I don't see your second query as being much if any improvement over the first. At best, the first subquery has to hit 1000 matching records in order to determine if the count is less than 1000, so I don't think it will save lots of work. Also it changes the actual result, and it's not clear from your description if you're saying that's OK as long as it's more efficient. (And if it is OK, then the business logic is very unclear -- why do the other conditions matter at all, if they don't matter when there's lots of records?)
You ask, "will the group by be applied before or after the predicate". I'm not clear what part of the query you're talking about, but logically speaking the order is always
Where predicates
Group By
Having predicates
The optimizer can change the order in which things are actually evaluated, but the result must always be logically equivalent to the above order of evaluation (barring optimizer bugs).
1000s of records is really not that much. Have you actually encountered a case where performance of the first query is unacceptable?
For either query, it may be better to rewrite the correlated EXISTS subquery as a non-correlated IN subquery. You need to test this.

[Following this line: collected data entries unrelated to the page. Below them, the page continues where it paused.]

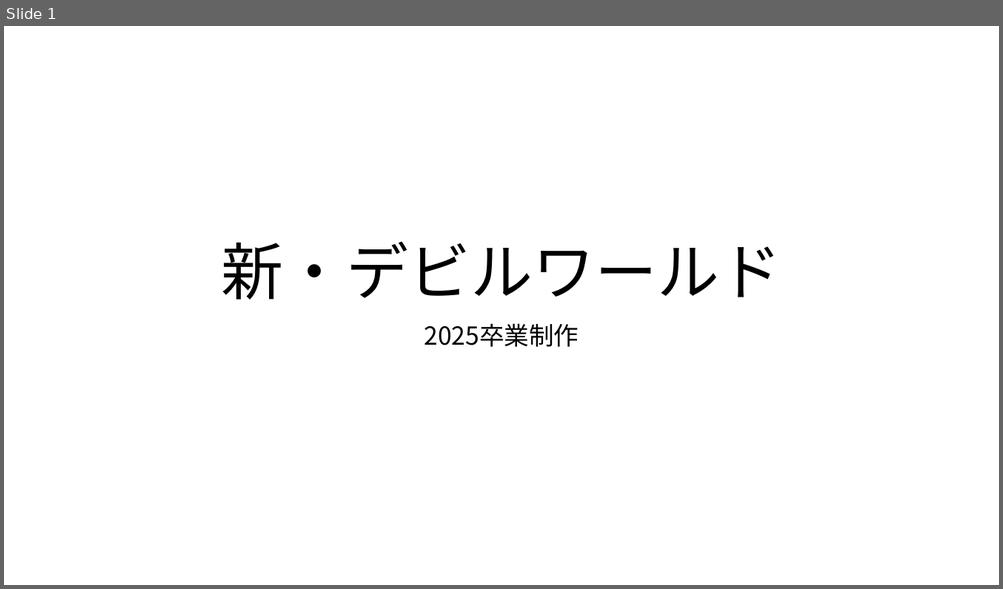
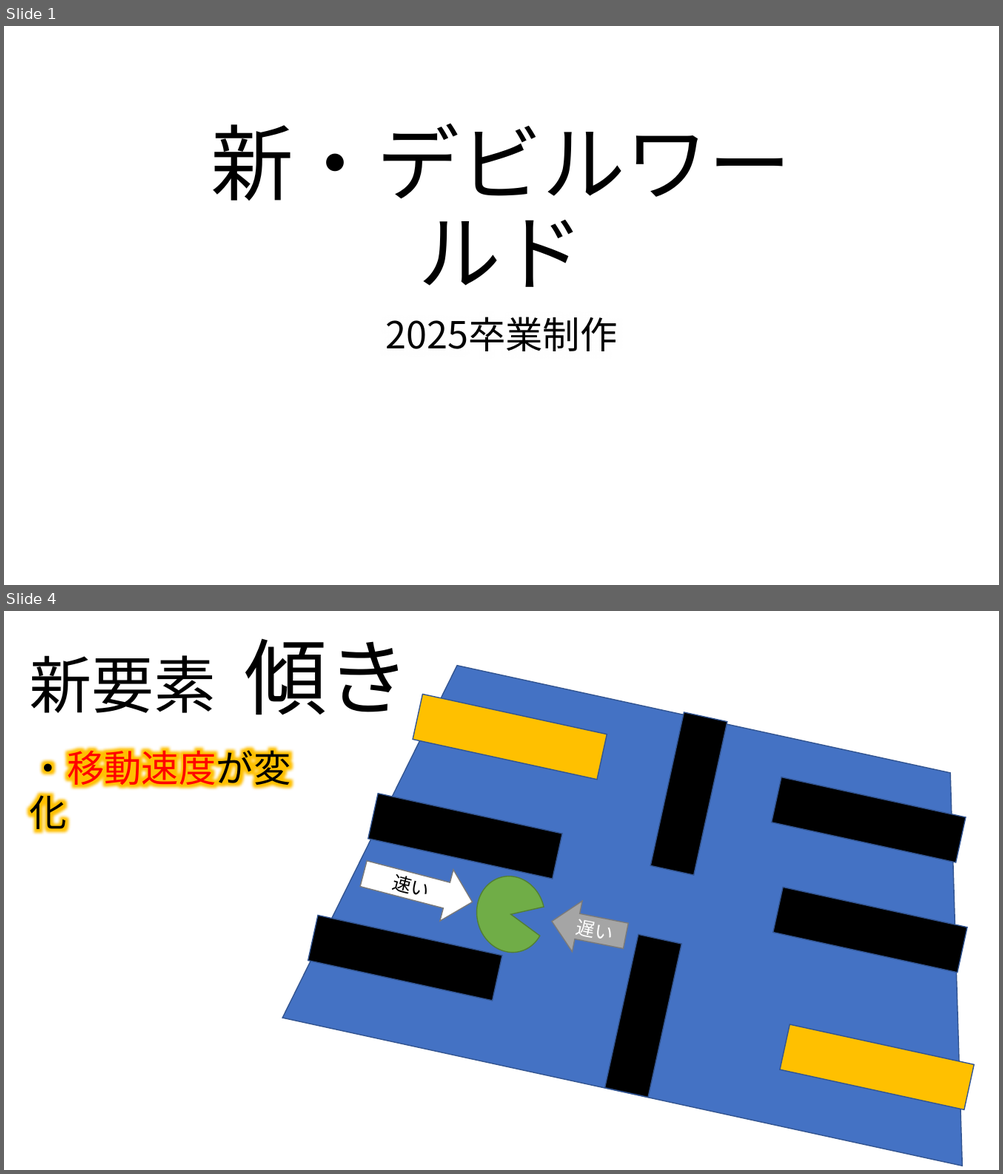
Before and after one commit to TomoyaKanazaki/Graduation, a slide deck: 99_pranning/00_本企画.pptx. Shown one above the other, each under a label of ours: slide 1 before the commit, slides 1 and 4 after it; the slides between them are not shown. The pictures are 1003x589 and 1003x1174 pixels, drawn with LibreOffice and Linux fonts; fonts in the diff are those of the drawing; background and template pictures are left out. Boxes give left, top, right and bottom in pixels: in the first picture for what was removed or moved away, otherwise in the second. Text is boxed around its words. In the diff, an @@ line names an element or a change of style, - is before the commit and + after.

```diff
--- a/99_pranning/00_本企画.pptx
+++ b/99_pranning/00_本企画.pptx
@@ slide 4 added at (4,611,999,1170), background picture (left out) @@
@@ title added at (30,638,410,715), 60 pt, text #000000 @@
+新要素 傾き
@@ text added at (30,744,291,836), 36 pt, text #000000 @@
+・移動速度が変化
@@ group added at (282,645,999,1167): 8 rectangles, 1 trapezoid, 1 pie slice (boxed as its full ellipse), 1 right arrow, 1 left arrow @@
+速い
+遅い
@@ slide 1 changed as well @@
@@ title "新・デビルワールド": place and size @@
-title "新・デビルワールド" at (222,241,781,300)
+title "新・デビルワールド" at (211,124,791,287)
@@ title "新・デビルワールド" at (211,124,791,287): size 60 to 80 pt @@
@@ subtitle "2025卒業制作": place and size @@
-subtitle "2025卒業制作" at (424,323,578,347)
+subtitle "2025卒業制作" at (385,317,617,352)
@@ subtitle "2025卒業制作" at (385,317,617,352): size 24 to 36 pt @@
```
Also in this commit, not shown: 2 other slides changed, 2 other slides added, 2 slides removed.

You need to show actual execution plans to get more useful feedback.
Edit
For the kind of short-circuiting you're talking about, I think you need to rewrite your subquery (from the initial version of the query) like this (sorry, my first attempt at this wouldn't work because I tried to access a column from the top-level table in a sub-sub-query):
WHERE EXISTS (
SELECT /*+ NL_SJ */ 1
FROM MY_TABLE m
WHERE (m.my_id = t.column_value)
AND rownum <= 1000
HAVING MAX( CASE WHEN m.type != 'A' OR m.rec_count != 0 THEN 1 ELSE NULL END ) I S NOT NULL
OR MAX(rownum) >= 1000
)
That should force it to hit no more than 1,000 records per id, then return a row if either at least one row matches the conditions on type and rec_count, or the 1,000-record limit was reached. If you view the execution plan, you should expect to see a COUNT STOPKEY operation, which shows that Oracle is going to stop running a query block after a certain number of rows are returned.